Your assignment:
Verbatim copy, images excluded: write out each record shown below.

Data extracted from a collection:
============================================================
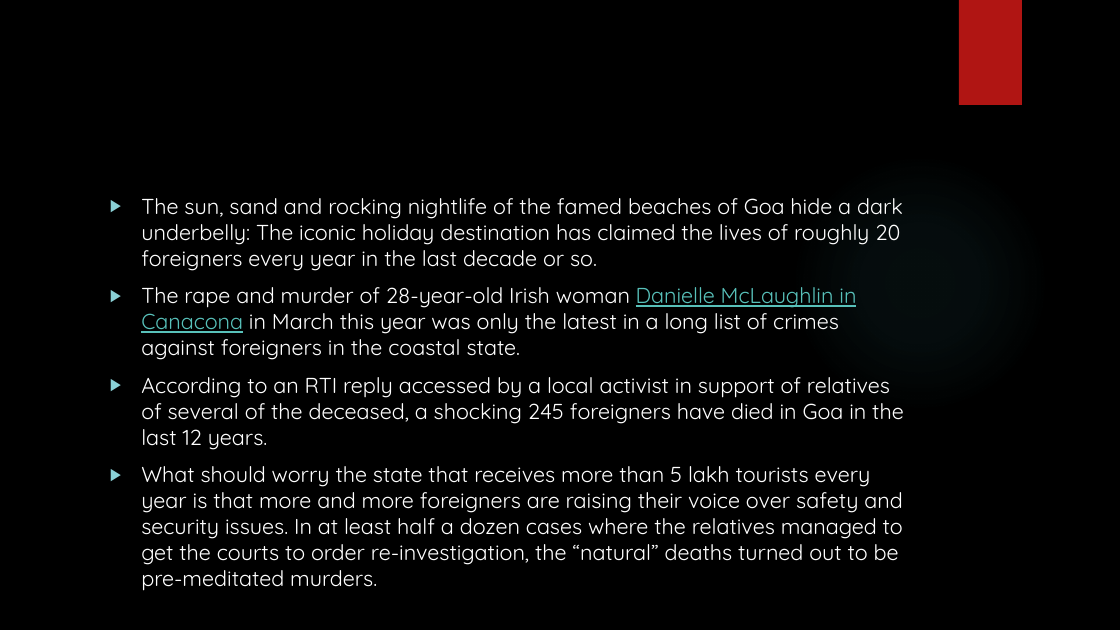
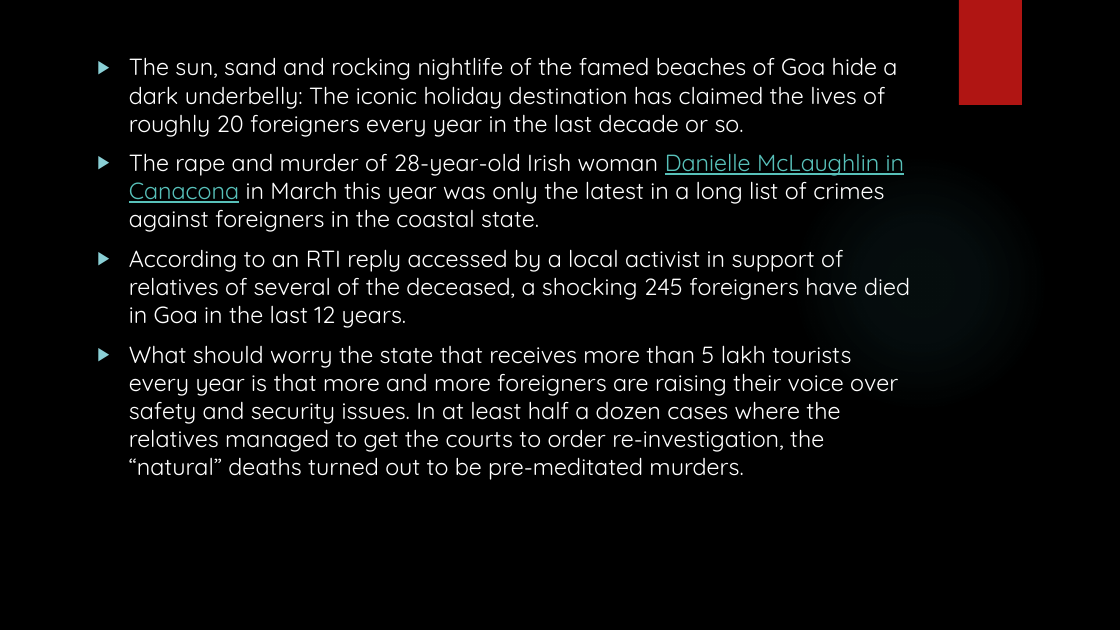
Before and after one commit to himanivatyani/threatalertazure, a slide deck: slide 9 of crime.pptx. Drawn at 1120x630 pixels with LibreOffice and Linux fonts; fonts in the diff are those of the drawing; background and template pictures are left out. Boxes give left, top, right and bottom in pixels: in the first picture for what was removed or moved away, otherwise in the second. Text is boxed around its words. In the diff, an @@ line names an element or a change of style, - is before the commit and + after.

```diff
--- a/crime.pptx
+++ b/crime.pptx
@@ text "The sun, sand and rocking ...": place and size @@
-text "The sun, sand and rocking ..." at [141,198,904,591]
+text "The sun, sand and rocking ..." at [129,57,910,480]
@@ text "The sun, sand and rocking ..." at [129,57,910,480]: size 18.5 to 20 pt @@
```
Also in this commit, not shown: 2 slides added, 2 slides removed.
============================================================
Exercise response:
Before and after one commit to himanivatyani/threatalertazure, a slide deck: slide 9 of crime.pptx. Drawn at 1120x630 pixels with LibreOffice and Linux fonts; fonts in the diff are those of the drawing; background and template pictures are left out. Boxes give left, top, right and bottom in pixels: in the first picture for what was removed or moved away, otherwise in the second. Text is boxed around its words. In the diff, an @@ line names an element or a change of style, - is before the commit and + after.

```diff
--- a/crime.pptx
+++ b/crime.pptx
@@ text "The sun, sand and rocking ...": place and size @@
-text "The sun, sand and rocking ..." at [141,198,904,591]
+text "The sun, sand and rocking ..." at [129,57,910,480]
@@ text "The sun, sand and rocking ..." at [129,57,910,480]: size 18.5 to 20 pt @@
```
Also in this commit, not shown: 2 slides added, 2 slides removed.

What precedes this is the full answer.